I think that’s a bit harsh – but only so much, as I’ve had to explain basic stats literacy to several consultants – but there’s a common factor to many “AI” initiatives: some executives really want to be able to tell their buddies that they’re doing amazing things, and often believe there are huge untapped opportunities to make or save money which all of the employees they don’t trust haven’t mentioned.

In reality, of course, there probably just isn’t that much money at play so the high-budget approach is unlikely to break even, and more critically it’s unlikely that people are prepared to change how the organization makes decisions.

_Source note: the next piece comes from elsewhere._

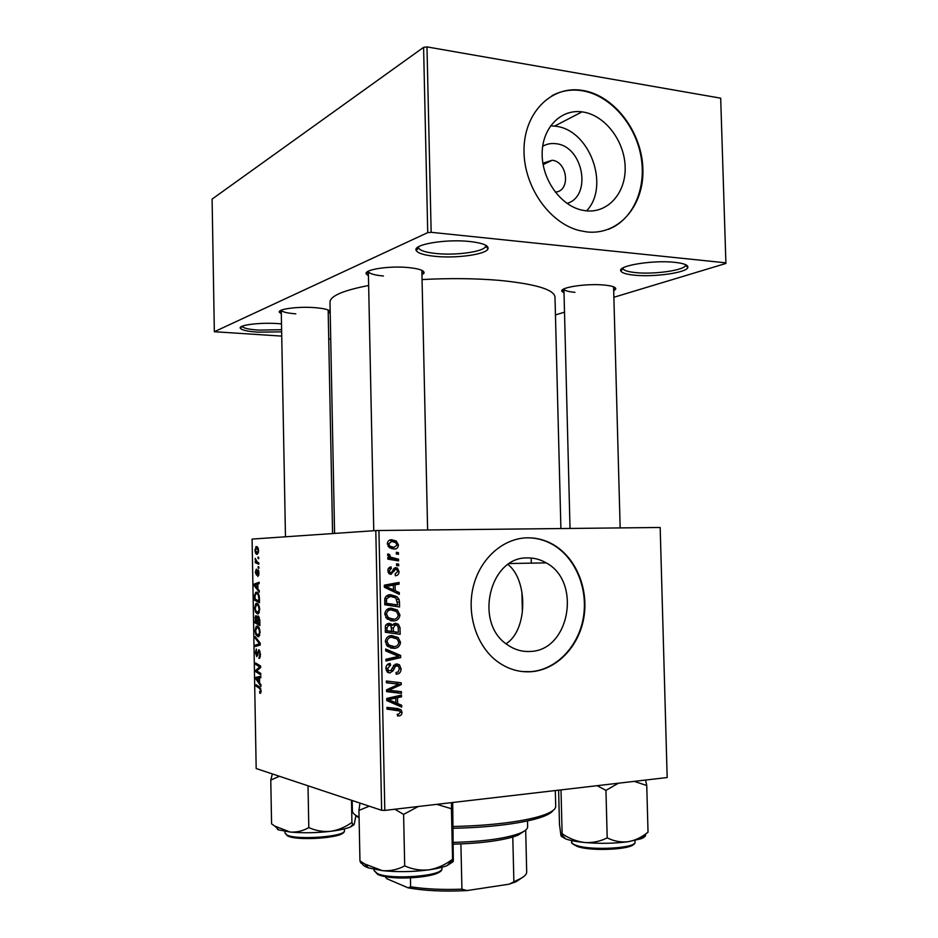 <?xml version="1.0" encoding="UTF-8"?>
<svg xmlns="http://www.w3.org/2000/svg" width="938" height="938" viewBox="0 0 938 938"><rect width="100%" height="100%" fill="white"/><g stroke="black" fill="none" stroke-linecap="round" stroke-linejoin="round"><path stroke-width="1.41" d="M281.646 331.829L258.102 332.169C247.562 331.454 241.617 330.129 240.292 328.218C238.17 325.04 260.084 322.309 278.105 323.61L281.506 323.868M242.063 326.272L242.098 326.389C243.329 328.183 248.863 329.426 258.712 330.106L281.611 329.695M435.185 256.344C424.128 255.218 417.797 253.248 416.191 250.446C412.333 244.537 445.773 238.78 469.809 241.512C482.601 243.001 488.686 245.393 488.053 248.699C486.728 254.35 456.595 258.583 435.185 256.344M418.477 246.788L418.536 247.972C420.013 250.61 425.911 252.463 436.24 253.53C456.243 255.652 484.418 251.654 485.603 246.342L485.603 245.146M634.475 275.186C626.478 274.388 621.929 272.993 620.85 271.023C617.063 265.782 653.012 259.814 674.785 262.335C684.025 263.379 688.375 265.091 687.835 267.471C686.78 272.688 654.103 277.285 634.475 275.186M622.926 267.987L623.008 268.69C624.005 270.554 628.237 271.856 635.706 272.618C654.044 274.6 684.588 270.273 685.526 265.36L685.572 264.645M542.68 146.269C546.784 143.913 551.263 143.068 556.093 143.737C583.237 146.258 592.312 196.136 567.044 203.429M555.202 192.079C570.703 191.551 567.936 161.922 552.236 160.246L542.868 163.212M583.073 112.021L582.017 111.868C560.795 108.902 542.199 127.896 542.152 153.574C541.836 179.205 560.185 205.164 581.49 210.018L585.664 210.769C607.894 213.524 626.033 192.923 625.154 166.999C624.602 141.122 605.245 115.433 583.073 112.021M586.578 210.862C610.204 186.334 589.92 129.878 555.648 126.231L550.524 125.833M583.037 90.494L579.93 90.071C550.125 86.589 524.119 113.51 524.002 149.892C523.545 186.205 549.199 222.974 579.156 230.502L586.766 231.921C618.599 235.544 644.148 205.973 642.893 169.157C642.084 132.399 614.777 95.711 583.037 90.494M608.363 229.364C633.162 219.844 646.903 188.092 640.9 155.943C635.049 123.793 610.122 95.406 582.51 90.787L579.391 90.365C569.601 89.368 560.443 91.15 551.943 95.723M527.672 557.934C489.753 556.269 473.596 623.113 507.341 644.711C514.341 649.624 521.88 651.875 529.982 651.453C569.647 651.007 581.923 581.548 546.197 562.882C540.394 559.482 534.214 557.829 527.672 557.934M527.648 537.802C503.495 538.049 480.42 558.133 473.397 586.156C466.303 614.144 476.516 646.059 497.269 661.454C507.634 669.029 518.866 672.452 530.943 671.737C556.726 669.99 579.063 646.517 583.87 617.45C588.783 588.396 575.78 557.301 552.904 544.38C544.966 539.925 536.548 537.732 527.648 537.802M522.067 671.526L530.474 671.678C556.246 669.943 578.57 646.481 583.377 617.427C588.29 588.384 575.299 557.313 552.435 544.403C544.497 539.948 536.079 537.755 527.179 537.826L525.796 537.861M563.961 292.867L561.921 291.366C559.154 287.462 586.602 283.264 604.189 285.046C612.256 285.856 616.102 287.192 615.727 289.092L613.757 290.757M570.023 528.446L563.926 289.209C564.746 290.698 568.405 291.73 574.924 292.328M368.446 275.76L366.266 273.978C363.463 269.64 389.059 265.63 408.276 267.553C419.192 268.678 424.445 270.507 424.058 273.064L421.959 274.904M368.353 271.27L368.435 271.703C369.642 273.744 374.637 275.186 383.443 276.007M281.306 313.691L279.383 312.272C277.296 309.094 298.085 306.316 314.746 307.641C325.158 308.52 330.282 309.974 330.094 312.014L328.23 313.444M281.271 310.208L281.306 310.314C282.397 312.002 287.239 313.175 295.822 313.831M560.901 528.551L554.991 297.041C554.018 289.525 535.586 283.991 499.696 280.403C475.589 278.363 449.712 278.082 422.065 279.559M258.771 562.8L258.794 564.242L255.218 562.659L255.183 561.229L255.922 561.569L255.195 558.321L257.329 562.12L258.771 562.8M258.841 566.927L258.876 568.346L258.161 568.065L258.138 566.611L258.841 566.927M259.416 598.655L259.486 602.724L254.561 600.214L254.526 595.091L256.402 592.136C257.645 592.089 258.595 593.531 259.263 596.451L259.416 598.655M259.674 609.43L258.431 613.757L257.633 614.003L255.441 612.01L254.632 607.918L255.828 603.591L256.719 603.31C258.267 603.369 259.251 605.397 259.674 609.43M260.084 632.271L258.865 636.527L258.044 636.773L255.84 634.686L255.042 630.559L256.203 626.303L257.118 626.033C258.677 626.15 259.662 628.226 260.084 632.271M260.483 654.349L259.662 658.183L258.888 658.382L259.896 654.173L258.782 651.347L256.789 656.67L255.429 652.672L256.309 649.002L256.742 655.24L258.958 649.846L260.483 654.349M260.096 693.288L259.556 691.623L260.236 691.775L260.553 690.485L259.592 688.422L256.097 686.112L256.062 684.681L259.685 687.05L261.127 690.685L260.436 693.264M375.798 530.591L252.088 539.08L256.18 768.539L381.637 810.303L375.798 530.591L378.94 530.498L384.815 810.397L381.637 810.303M260.963 684.787L260.987 686.335L255.968 679.065L255.933 677.33L260.811 676.298L260.834 677.74L259.498 677.963L259.58 682.852L260.963 684.787M260.764 673.425L260.787 674.879L255.84 671.725L255.804 670.224L259.896 666.953L255.711 664.421L255.675 662.978L260.623 666.039L260.647 667.539L256.566 670.834L260.764 673.425M260.213 643.175L260.248 645.004L255.382 646.517L255.359 645.086L259.521 643.773L255.242 638.192L255.206 636.668L260.213 643.175M259.803 620.053L259.896 625.552L254.96 622.855L255.582 615.809L257.235 617.638L258.196 615.996L259.803 620.053M259.275 590.67L259.298 592.218L254.304 585.781L254.268 584.057L259.123 582.228L259.146 583.659L257.809 584.104L257.903 588.958L259.275 590.67M257.868 576.542L258.571 573.071L257.985 571.207L256.637 575.217L255.324 572.332L256.344 569.096L256.285 573.88L257.927 569.788L259.017 573.13L257.809 576.542M258.677 557.313L258.7 558.743L257.962 557.008L258.677 557.313M258.618 550.899L257.258 554.346C256.027 554.522 255.242 553.068 254.925 549.961L256.344 546.584C257.528 546.444 258.29 547.874 258.618 550.899L256.367 548.003L255.371 550.008L257.176 552.928L258.173 550.911M667.176 777.532L660.176 527.484L667.176 777.532L384.815 810.397M398.556 559.2L398.591 560.924L387.84 559.142L387.793 557.407L390.032 557.793L387.558 555.073L387.922 553.901L389.61 554.546L390.489 557.172L398.556 559.2L394.394 559.306L394.417 560.232M398.662 564.125L398.697 565.837L396.586 565.532L396.551 563.785L398.662 564.125L396.563 564.172M399.471 602.114L399.576 606.98L384.756 604.775L384.815 598.55C385.917 595.876 387.851 594.598 390.607 594.704L396.973 596.638L399.072 599.499L399.471 602.114L397.735 602.055M399.94 614.988C399.4 618.799 397.325 620.78 393.702 620.921L387.101 618.951L384.756 614.144C385.33 610.204 387.488 608.211 391.24 608.176L397.384 610.04L399.94 614.988L398.216 614.906L396.399 611.494L391.111 609.888C388.461 609.935 386.925 611.353 386.491 614.132L388.438 617.743L393.737 619.209C396.317 619.103 397.818 617.685 398.228 614.941M400.526 642.342C399.987 646.153 397.911 648.158 394.277 648.346L387.687 646.446L385.342 641.651C385.917 637.699 388.074 635.683 391.814 635.601L398.146 637.547L400.526 642.342L398.802 642.178M401.101 668.782C401.007 672.241 399.377 674.047 396.223 674.211L396 672.499L398.169 671.925L399.377 668.771L398.31 666.062L395.555 666.109L393.139 670.74L389.938 672.898L387.288 672.054L385.905 668.513C386.01 665.511 387.417 663.799 390.102 663.4L390.618 665.101L387.64 668.454L388.484 670.752L391.123 670.447L392.6 667.387L396.657 663.87L399.412 664.761L401.101 668.782L399.365 668.56M398.849 715.94L397.513 715.905L397.278 714.193L398.568 714.252L400.303 712.329L399.74 710.969L386.96 709.128L386.913 707.381L397.818 708.577L400.972 709.726L402.027 712.305C401.945 714.557 400.889 715.764 398.849 715.94L397.478 715.682M660.176 527.484L378.94 530.498M401.687 705.27L401.734 707.123L386.773 700.569L386.726 698.458L401.476 695.093L401.511 696.817L397.501 697.673L397.63 703.547L401.687 705.27L397.501 704.52L397.513 705.27M401.394 691.658L401.429 693.393L386.585 691.634L386.55 689.817L399.002 684.201L386.397 682.758L386.362 681.011L401.206 682.794L401.241 684.611L388.824 690.251L401.394 691.658M400.62 655.416L400.667 657.608L385.94 661.009L385.905 659.273L398.533 656.365L385.729 650.902L385.682 649.037L400.62 655.416L396.457 655.533M400.022 627.733L400.163 634.323L385.33 632.259L385.448 625.728L388.754 623.289L391.404 624.063L392.412 625.4L395.344 623.207L398.357 624.216L400.022 627.733L398.251 627.604M399.271 592.558L399.307 594.399L384.381 587.247L384.346 585.16L399.049 582.439L399.096 584.163L395.097 584.831L395.215 590.67L399.271 592.558L395.285 592.476M395.473 575.733L395.05 574.033L397.677 571.512L396.856 569.577L395.062 569.694L391.029 574.361L389.247 573.822L387.886 570.855C387.898 568.451 388.953 567.127 391.076 566.869L391.298 568.58L389.235 570.89L389.95 572.391L391.615 572.461L393.901 568.522L395.836 567.607L397.489 568.123L399.013 571.559C398.967 574.15 397.794 575.545 395.473 575.733L395.285 575.733M398.416 552.634L398.451 554.335L396.34 554.018L396.305 552.271L398.416 552.634L396.317 552.705M398.439 544.955C398.169 547.651 396.786 549.035 394.265 549.082L389.434 547.745L387.312 543.794C387.664 541.062 389.129 539.713 391.721 539.749L396.223 541.015L398.439 544.955L397.102 545.025M506.063 643.749C528.082 629.949 527.86 579.872 508.021 564.535M720.689 98.173L725.906 263.449L720.689 98.173L426.989 46.9L431.152 232.307L427.728 232.624L423.589 47.346L212.094 199.091L214.345 331.724L281.728 336.097M427.728 232.624L214.345 331.724M330.727 339.052L328.734 338.923M725.906 263.449L613.933 297.252M564.453 312.19L555.448 314.91M725.602 262.816L431.152 232.307M368.646 285.504C343.074 290.452 330.188 295.998 329.988 302.142L334.585 533.417M423.589 47.346L426.989 46.9M613.593 287.098L620.159 527.906M397.313 696.043L401.511 696.817M397.313 696.125L393.327 696.969L397.501 697.673M393.327 696.969L393.35 697.626M393.444 702.304L397.63 703.547M393.456 702.808L397.501 704.52M386.761 699.83L395.883 702.738L395.777 698.048L388.379 699.631L395.883 702.738M391.486 697.368L386.726 698.47M386.749 699.349L388.379 699.631M391.615 697.344L395.777 698.048M394.921 709.82L386.948 708.811M395.848 708.366L397.642 710.312M400.268 711.977L402.027 712.305M397.208 691.142L397.243 692.725L401.429 693.393M397.243 692.725L386.585 691.458M395.121 683.849L399.002 684.201M390.958 683.227L386.397 682.653M397.02 682.289L397.055 683.908M398.849 684.248L401.241 684.611M389.95 688.187L392.834 688.633M386.55 689.887L388.824 690.251M393.772 665.206L396.833 665.581M393.362 665.839L395.555 666.109M391.111 670.471L393.139 670.74M388.567 670.822L387.206 671.971M388.297 672.675L389.938 672.898M387.265 664.69L390.618 665.101M387.218 664.737L390.278 665.112M385.905 668.231L387.64 668.454M395.179 664.198L396.258 665.511M396.481 656.741L400.667 657.608M396.481 657.139L385.905 659.578M385.717 650.397L396.446 654.97M393.995 646.634L390.396 647.912M390.63 647.982L394.277 648.346M391.076 635.659L394.429 637.606M389.938 637.172L391.697 637.324C389.047 637.394 387.511 638.825 387.077 641.615L388.801 645.027L394.312 646.622C396.903 646.493 398.404 645.051 398.814 642.307L397.114 638.977L391.697 637.324M387.136 645.942L390.161 646.223M386.221 644.781L388.801 645.027M385.342 641.451L387.077 641.615M395.953 632.165L395.988 633.736M387.124 623.688L388.191 624.966M390.149 625.247L392.412 625.4M393.772 623.653L395.086 624.907M389.258 631.227L398.404 632.353L398.216 627.452L397.196 625.517L395.344 624.919L393.327 628.014L393.409 631.649L398.404 632.353M385.307 630.793L391.674 631.415L390.947 625.857L388.86 625.013L386.972 627.815L387.042 630.77L391.674 631.415M385.295 630.641L387.042 630.77M385.237 627.698L386.972 627.815M385.858 624.802L388.86 625.013M389.258 631.344L393.409 631.649M391.58 627.897L393.327 628.014M392.705 624.743L395.344 624.919M393.69 619.209L390.325 620.604M391.052 620.768L393.702 620.921M390.02 608.293L393.55 610.122M388.543 609.782L386.726 609.723M386.855 618.728L389.587 618.963M385.729 617.415L388.215 617.556M384.756 614.038L386.491 614.132M386.972 609.7L391.111 609.888M394.91 583.213L394.933 584.128L399.096 584.163M394.933 584.128L390.947 584.796L395.097 584.831M391.052 589.756L391.064 590.459M391.381 590.6L395.215 590.67M384.369 586.367L393.479 589.791L393.374 585.124L384.357 586.004M389.551 589.732L393.479 589.791M393.374 585.124L385.987 586.391M395.367 604.904L395.402 606.358M389.2 594.844L392.928 596.615M397.126 599.441L399.072 599.499M387.734 596.345L386.057 596.334M384.732 603.509L397.818 604.998L395.848 597.94L390.548 596.416L386.608 598.632L386.456 603.298L397.818 604.998M384.721 603.24L386.456 603.298M384.815 598.573L386.608 598.632M386.421 596.31L390.548 596.416M393.362 569.343L395.988 569.307M393.163 569.718L395.062 569.694M389.633 572.086L388.836 573.47M388.309 568.616L391.298 568.58M387.886 570.914L389.235 570.89M388.297 572.672L390.747 572.649M393.831 568.616L394.335 569.331M397.677 571.57L399.013 571.559M387.804 557.864L390.032 557.793M387.617 554.616L389.61 554.546M387.617 555.472L389.293 555.413M387.804 557.981L394.394 559.306M393.726 547.405L392.037 548.871M391.076 539.784L391.721 539.749M389.563 540.159L392.401 541.472M389.176 547.546L390.29 547.546M388.66 543.852L390.056 546.268L394.066 547.382L397.102 544.966L395.672 542.621L391.756 541.449L388.66 543.852L387.324 543.911M389.938 547.558L394.066 547.382M256.93 679.006L255.968 679.065M260.823 677.025L255.933 677.33M257.504 679.804L258.994 681.961L258.923 678.068L256.484 678.491L257.504 679.804M260.752 692.994L259.638 693.076M261.092 691.763L260.154 691.834M258.067 685.983L256.097 686.112M257.927 671.596L255.84 671.725M257.669 670.107L255.804 670.224M260.647 666.918L259.896 666.953M260.623 666.121L258.595 666.238M257.809 664.292L255.711 664.421M260.295 656.905L259.158 656.963M260.342 656.635L259.521 656.682M260.025 651.23L259.029 651.277M257.844 655.181L256.848 655.24M257.938 654.724L257.164 654.771M260.248 644.84L255.359 645.086M260.225 643.738L259.521 643.773M256.344 638.133L255.242 638.192M256.801 634.639L255.84 634.686M256.203 633.596L258.654 635.167L259.509 632.106C259.111 629.035 258.313 627.475 257.094 627.452L255.605 630.664L256.203 633.596M259.674 635.272L258.29 635.343M258.853 627.37L257.094 627.452M257.622 622.738L254.96 622.855M255.628 617.45L254.948 617.485M257.833 617.614L257.235 617.638M255.511 621.73L257.047 622.562L256.062 617.098L255.511 621.73M257.106 617.052L256.062 617.098M257.704 617.884L256.754 617.931M257.622 622.879L259.287 623.793L259.193 619.713L258.208 617.415L257.622 622.879M259.357 617.368L258.208 617.415M259.791 619.69L259.193 619.713M256.437 611.963L255.441 612.01M255.793 610.908L258.22 612.397L259.099 609.29C258.7 606.229 257.903 604.705 256.684 604.729L255.206 608L255.793 610.908M259.24 612.526L257.798 612.584M258.501 604.67L256.684 604.729M255.417 585.746L254.304 585.781M258.325 583.928L254.268 584.057M255.84 586.262L257.317 588.173L257.247 584.292L254.819 585.113L255.84 586.262M257.176 600.121L254.561 600.214M255.148 595.067L254.526 595.091M255.101 599.077L258.876 600.988L258.853 599.159C258.654 595.384 257.833 593.519 256.402 593.555L255.124 595.231L255.101 599.077M258.255 593.496L256.402 593.555M258.888 575.088L257.716 575.123M258.818 571.183L257.985 571.207M257.188 573.857L256.285 573.88M257.223 573.728L256.566 573.739M258.595 570.48L257.293 570.515M258.865 568.041L258.161 568.065M258.689 558.45L257.997 558.462M258.325 562.589L255.218 562.659M255.675 559.283L255.089 559.294M258.419 552.904L257.176 552.928M258.032 547.98L256.367 548.003M553.021 810.502C551.685 812.531 548.46 814.524 543.348 816.482C534.719 819.73 521.95 822.462 505.043 824.666C489.144 826.671 471.884 827.879 453.277 828.289M453.242 826.495C472.248 826.085 489.871 824.854 506.11 822.814C523.369 820.574 536.395 817.807 545.189 814.512C552.259 811.792 555.765 809.048 555.706 806.281L555.308 790.558M352.172 800.489L352.383 810.889C352.418 813.047 354.658 815.099 359.066 817.068M359.09 818.006L355.256 814.993M634.264 781.366L646.751 785.528L645.555 780.053M646.751 785.528L648.029 832.205L645.192 834.292C639.786 838.244 634.041 840.718 627.968 841.738C620.745 842.488 613.815 841.187 607.203 837.845C600.156 841.421 592.628 842.981 584.632 842.5C576.706 841.48 569.202 838.549 562.12 833.718L560.947 835.547L559.482 824.42L558.614 790.171M561.006 789.89L562.12 833.718M597.131 785.681L605.948 790.371L607.203 837.845M605.948 790.371L618.423 783.207M561.381 836.368L565.802 838.959C570.116 840.518 576.389 841.703 584.632 842.5C599.734 843.79 614.179 843.543 627.968 841.738L640.877 838.818L645.192 834.292M645.426 834.128C646.259 835.77 644.746 837.329 640.877 838.818M359.958 803.08L358.926 810.397L369.291 806.199M452.691 802.494L453.324 860.756C453.124 862.397 452.89 862.034 452.62 859.677L452.562 859.243C445.292 864.801 437.448 868.33 429.018 869.831C420.541 870.734 412.439 869.409 404.7 865.868C397.689 869.655 390.208 871.25 382.258 870.628L364.495 863.886L359.958 860.85C360.755 863.441 361.552 864.004 362.349 862.503C361.775 864.508 363.862 866.325 368.611 867.931L382.258 870.628C397.36 872.199 412.954 871.941 429.018 869.831C436.756 868.717 442.818 867.31 447.203 865.575L452.62 859.677M436.85 804.347L451.424 808.72L451.565 802.635M451.424 808.72L452.562 859.243M358.926 810.397L359.958 860.85M394.851 809.236L403.598 814.395L404.7 865.868M403.598 814.395L418.278 806.504M452.995 861.729L447.203 865.575M272.36 773.932L270.777 780.053L271.574 823.869L274.752 826.073L290.147 832.041C302.751 833.19 316.258 832.956 330.668 831.314C323.035 831.994 315.743 830.74 308.813 827.586C302.986 830.962 296.76 832.452 290.147 832.041L278.785 829.931L274.752 826.073M270.777 780.053L279.43 776.277M308.016 785.798L308.813 827.586M351.48 800.266L351.926 822.427C345.348 827.164 338.255 830.13 330.668 831.314C339.579 830.2 346.181 828.758 350.449 826.988L353.825 824.889M355.983 815.474L354.201 824.338L352.782 824.455L351.926 822.427M277.519 829.45L278.785 829.931M525.174 830.493L517.905 835.266L512.793 837.013C500.083 840.647 482.777 842.945 460.898 843.907L453.64 844.118M453.593 842.394C483.504 841.538 505.547 838.513 519.711 833.331C525.034 831.185 527.672 829.004 527.637 826.788L527.496 820.926M385.084 876.561L386.831 878.73L408.112 887.829L410.633 886.797C425.618 889.107 442.713 889.892 461.93 889.165L466.995 890.572C444.46 891.757 424.832 890.842 408.112 887.829M410.445 877.874L410.633 886.797M460.898 843.907L461.93 889.165M523.873 876.491L515.994 881.767L509.088 884.194L466.995 890.572M509.088 884.194L517.776 879.879C523.767 877.3 526.746 874.65 526.699 871.93L525.679 830.095M512.793 837.013L513.872 881.357M387.3 700.053L391.439 700.78M387.922 698.2L392.072 698.916M393.315 709.515L397.489 710.289M392.178 668.348L394.159 668.606M385.131 587.61L389.047 587.657M385.553 585.793L389.669 585.84M384.674 600.742L386.409 600.801M392.389 571.371L394.089 571.359M390.126 558.544L394.265 558.427M260.729 688.34L259.592 688.422M259.498 668.536L257.61 668.653M260.647 667.446L258.947 667.539M258.384 652.344L257.633 652.379M260.225 644.007L258.243 644.113M259.65 642.448L258.501 642.507M577.116 845.642C592.535 850.825 636.855 848.034 634.991 842.054C636.527 849.64 593.168 851.716 577.515 846.557C572.497 844.083 570.597 842.617 571.805 842.16C571.875 843.414 573.646 844.575 577.116 845.642M633.607 843.942C632.47 849.3 593.496 851.481 578.863 846.955M377.393 873.571C390.9 880.243 444.143 875.904 441.915 868.447C443.78 877.593 391.615 881.274 377.697 874.415L374.039 870.487L377.393 873.571M440.344 870.757C438.468 876.784 399.201 880.501 382.739 876.069M344.398 830.681C345.981 838.068 298.331 841.257 287.474 835.875L285.023 833.132L287.204 835.137C297.581 840.366 346.356 836.485 344.398 830.681L344.363 828.922M343.156 832.369C342.534 837.833 297.85 841.023 288.329 836.204M242.098 326.389L240.292 328.218M418.536 247.972L416.191 250.446M623.008 268.69L620.85 271.023M554.616 126.091L582.017 111.868M563.867 289.279L561.921 291.366M368.364 271.786L366.266 273.978M281.248 310.361L279.383 312.272M531.178 558.04L531.307 563.14M328.159 310.126L330.094 312.014M421.866 270.941L424.058 273.064M613.663 287.157L615.727 289.092M509.545 563.527L546.197 562.882M543.102 164.631L552.236 160.246M400.972 709.726L396.786 708.964M388.484 670.752L386.221 670.447M399.412 664.761L395.238 664.256M398.146 637.547L393.972 637.207M391.404 624.063L387.265 623.793M398.357 624.216L394.195 623.946M397.384 610.04L393.221 609.852M388.438 617.743L385.846 617.591M396.973 596.638L392.811 596.521M389.95 572.391L388.18 572.415M397.489 568.123L394.277 568.17M390.489 557.172L389.071 557.207M396.223 541.015L392.084 541.238M390.056 546.268L388.062 546.362M260.236 691.775L261.104 691.716M258.63 667.786L260.506 667.668M259.357 656.858L260.318 656.811M256.942 655.181L257.856 655.134M258.442 649.999L259.24 649.952M256.203 626.303L257.774 626.244M258.654 635.167L259.732 635.12M255.582 615.809L256.344 615.785M257.821 616.114L258.489 616.09M255.828 603.591L257.446 603.533M258.22 612.397L259.298 612.362M255.558 592.417L257.188 592.359M258.091 574.994L258.911 574.971M256.496 573.81L257.211 573.798M255.793 546.784L257.059 546.772M257.622 552.775L258.454 552.763M685.526 265.36L687.835 267.471M485.603 246.342L488.053 248.699M543.348 816.482L545.189 814.512M634.991 842.054L634.944 840.507M571.805 842.16L571.77 840.624M565.802 838.959L561.897 835.078M328.159 309.986L332.591 533.558M281.248 310.22L285.469 536.782M427.622 529.982L421.854 270.343M373.758 530.732L368.353 271.188M441.915 868.447L441.892 867.31M374.039 870.487L374.016 869.338M368.611 867.931L364.495 863.886M285.023 833.132L285 831.373M350.449 826.988L352.782 824.455M522.36 611.424L521.891 592.195M517.905 835.266L519.711 833.331M515.994 881.767L517.776 879.879"/></g></svg>

I’ve known some people who worked for places where they had data showing solid improvements but it either hit politics or was simply small enough that their executives didn’t want to go with it because it wasn’t the magnitude they’d promised to justify the data science program.

It's definitely harsh, and I want to be clear that I don't think it's innately a bad idea or destined to fail, but when it's easy to throw millions of dollars at a moon shot, trying to spin data straw into gold is worth a shot. It's similar to people trying to make a self-driving car, and how many of those are struggling/ending recently. It's not that there's nothing there, but when loans aren't free, you can't just throw money at it and hope.

It's a field that's just been over-hired because it's been a field where you can go "we're 2 years away from something big" for 10 years and the money was cheap enough to just keep paying people with questionable results or prospects. It doesn't shock me at all that people are having a lot of trouble getting work in the field. Even 8 years ago, going to college job fairs, I almost had to herd away Masters students in ML and Data Science who were already having a hard time getting a job and were resorting to applying for QA positions at web dev companies.

Eh. The real elephant in the room with "ML and Data Science" is checks and balances. They take over as the eyes of the company. Guess what department is seen as kicking ass? Guess which department is getting most money? Most hires? Data. Data.

It's like having the local police department check on the local police department.

What's worse about these anecdotes is that they ignore the obvious. I guarantee you some people are still getting hired for those open job reqs, it's just that when you have a big contraction and now have a ton more applicants for each open role, you're going to have many more anecdotes with people lamenting that "AI has broken the process" or "there are a ton of scams" or "insidious tech trends", because the real answer is just a lot more painful: there were tons of applicants for that job, and the person who was picked wasn't you. And (saying this from experience), that can just really, really suck, and when it goes on for a while it can be very difficult to come to terms with.